Bunca laf etmiş olsa bu yorumun yazarı Türkçe rapin uzağından yakınından geçen biri değildir. Sadece konu hakkında yapılan belgeselleri büyük bir zevkle izlemiştir. Hatası varsa affola.
Değeri özgünlükle ölçüyorsan yanlış yoldasın çünkü ikinci dünya savaşından beri özgünlük bir değer değil. "Bu dünyada söylenmemiş söz, yazılmamış kitap kalmadı" mealindeki kalıpların çokluğu kitlelerin boş vermişliği yüzünden değil post-modernizm ile var oluyor. Yani dediğin değerler aslında bir değer değil ve subjektif bir sıfatlandırma oluyor. O yüzden argümanın zemin itibariyle hatalı. Zaten şurada "değer" diye bir şeyin evrenselliğini var kabul etmemiz kadar komik bir durum da olamaz.

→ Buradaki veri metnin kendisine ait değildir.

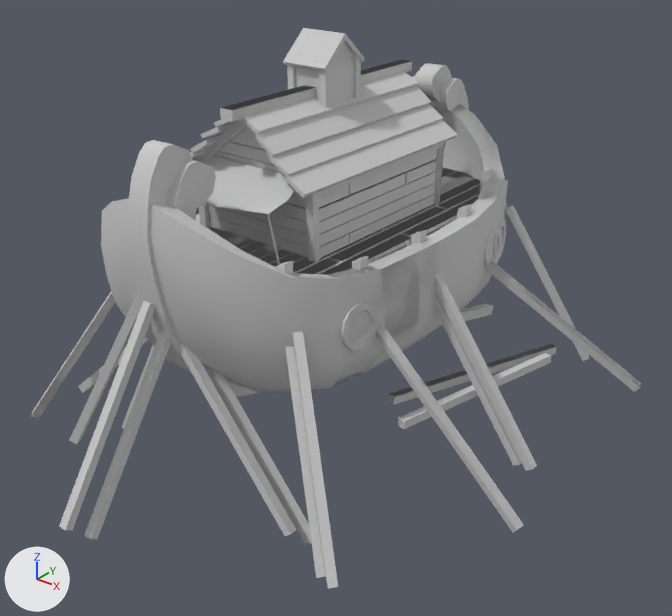
Renders of the FBX model Assets/Meshes/fbx/ark.FBX from each side of a commit.
Before and after are seen from a 50 mm lens placed at (18.3, -22.9, 15.5), pointed at (0.5, -0.7, 1.8). Arrows for +X, +Y and +Z are at lower left; the lights stay in place. Where no turn or scale is listed for an object, it has been applied to the vertices.

Objects in the first picture: '1', '2', '3', '4', '5', '6', '7'.
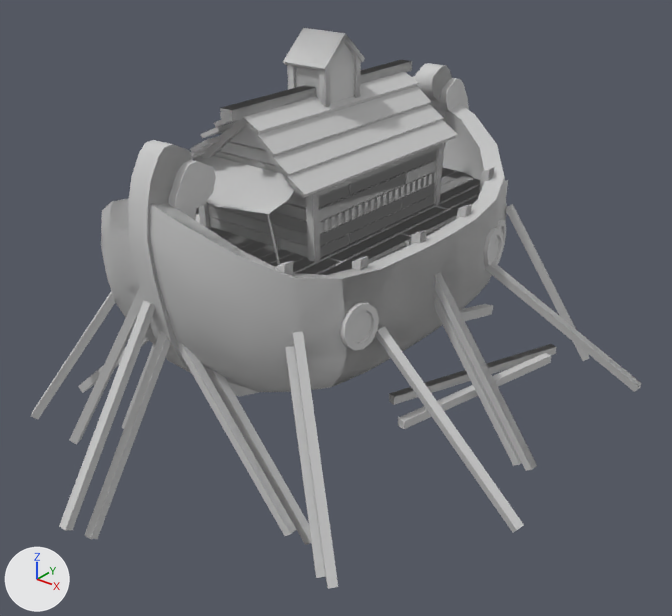
Location of each change, [x1, y1, x2, y2] in pixels of the pictures (672 x 616 px; the box of a moved part takes in the faces that stretch with it):
'6', reshaped
    before: [32, 28, 641, 589]
    after: [66, 60, 641, 534]
part 1 of me_mesh, deleted
    before: [201, 28, 365, 174]
part 2 of me_mesh, moved or reshaped (not visible before)
    after: [196, 214, 200, 223]
part 3 of me_mesh, moved or reshaped
    before: [484, 229, 500, 262]
    after: [484, 229, 503, 266]
part 4 of me_mesh, moved or reshaped
    before: [340, 303, 377, 350]
    after: [344, 304, 379, 351]
part 5 of me_mesh_006, moved or reshaped
    before: [196, 214, 200, 223]
    after: [201, 124, 231, 139]
part 6 of me_mesh_006, built on
    after: [213, 28, 364, 338]
'4', unchanged, uncovered by the edit
    before: [96, 63, 641, 566]
    after: [150, 63, 641, 589]

The change, as a diff of the scene's bpy script:
```diff
--- a/Assets/Meshes/fbx/ark.FBX.py
+++ b/Assets/Meshes/fbx/ark.FBX.py
@@ me_mesh_006 @@
 # used by ob_5; location = (0.0, 0.0, 0.0)
-me_mesh_006.from_pydata(...)  # 1876 vertices, 3176 faces; spans x -8.6..9.6, y -11.4..10.9, z -2.1..9.2
+me_mesh_006.from_pydata(...)  # 2200 vertices, 3616 faces; spans x -8.6..9.6, y -11.4..10.9, z -2.1..10.7
+# me_mesh_006 part 5: the loose piece of 8 vertices spanning x -3.7..-1.4, y -3.9..4.0, z 4.7..4.9 is multiplied about its middle by the matrix ((0.886, -0.171, -0.432), (0.189, 0.982, 0.0), (0.424, -0.082, 0.902)), then moved by (1.1, -0.2, 3.4)
+# me_mesh_006 part 6: 19 vertices moved from x -5.1..3.8, y -4.3..4.0, z 3.0..3.9 to x -5.3..4.0, y -4.3..4.0, z 3.0..3.9; 29 vertices removed from x -5.1..3.8, y -4.3..4.0, z 3.0..3.8; 353 vertices added at x -5.3..4.1, y -4.4..4.1, z 3.0..10.7
 me_mesh_006.materials.append(mat_material__29)
@@ me_mesh @@
 # used by ob_6; location = (0.0, 0.0, 0.0)
-me_mesh.from_pydata(...)  # 2200 vertices, 3576 faces; spans x -8.6..9.6, y -11.4..10.9, z -2.1..10.7
+me_mesh.from_pydata(...)  # 1876 vertices, 3216 faces; spans x -8.6..9.6, y -11.4..10.9, z -2.1..9.2
+# me_mesh part 1: 34 loose pieces with 332 vertices, spanning x -3.0..1.8, y -4.1..3.9, z 4.3..10.7, are deleted
+# me_mesh part 2: 12 vertices moved from x -5.1..-5.0, y -4.3..4.0, z 3.0..3.9 to x -5.3..-5.2, y -4.3..4.0, z 3.0..3.9; 12 vertices removed from x -5.1..-5.0, y -4.3..4.0, z 3.0..3.8; 20 vertices added at x -5.3..-1.4, y -4.4..4.1, z 3.0..4.9
+# me_mesh part 3: 1 vertex moved from x 3.7, y 4.0, z 3.2 to x 3.9, y 4.0, z 3.2; 15 vertices removed from x 3.7..4.0, y 3.0..4.1, z 2.8..4.2; 15 vertices added at x 3.9..4.1, y 3.0..4.1, z 2.8..4.2
+# me_mesh part 4: 2 vertices moved from x 3.7, y -4.3..-3.9, z 3.4..3.9 to x 3.9, y -4.3..-3.9, z 3.7..3.9; 13 vertices removed from x 3.7..4.0, y -4.5..-3.3, z 2.8..3.8; 13 vertices added at x 3.9..4.1, y -4.5..-3.3, z 2.8..3.9
 me_mesh.materials.append(mat_material__29)
```

Ancak yine de şunu söylemeliyim: "kötü bir şekilde tanımlayabildiğimiz her şey gerçekten de kötüdür" gerçekten çok yanlış bir inanç, gerek yok.
Vurgun-4 örneğinin "bilinmezliği" zaten bu yazının dayanaklarından birisi oluyor. Tuzla'da "gerçek gündem"e dahil olamayan bir grup nasıl oluyor da orada gündem olabiliyor? O yüzden verdiğin örnek yanlış. Türkçe Rap'in kökeninden ve tarihsel gelişiminden bahsetme gayreti olan bir yazı sence Cartel'den bahsetmez miydi? Yazının içeriği ve önermesi sandığın gibi değil. Yazının ritmi olmasa da doğrultusunu kaçırıyorsun burada da.
"Arabesk konusunda sen bile" bir ad hominem o yüzden hiç bulaşmayacağım.
Arabesk Orhan Gencebay ve Ferdi Tafur'unu yaratırken Türkçe rock Anadolu'da neyi yarattı? Bak yazı bir övgü ya da yaklaşan prolaterya zaferi yazısı değil daha önce de dedim bunu anlamalısın. Merkez-çevre ilişkisi üzerinden Türkçe Rap'i açıklayan bir yazı. Yani dağ-fare ilişkisinin çift taraflılığını anlatıyor yazı. O yüzden Türkçe Rap'e avukatlık yapıyormuşum ya da çok düşülen "garibanizm" hatasına düştüğüm iddiasını artık cevaplandırmak is-te-mi-yor-um.
Rap'in yerini senin gözünde gösteren bir yazıyı ister 5 yıl önce istersen 5 yıl sonra yaz ama muhakkak yaz. Gerçekten bu konuda anlatacaklarına da avaz'dan bağımsız olarak alaka göstereceğimi de bilmeni isterim. Fakat, Garibanizm yapmadığım bir yazıda bunun muhatabı olmak gerçekten çok can sıkıcı, bunu bilmeni istiyorum.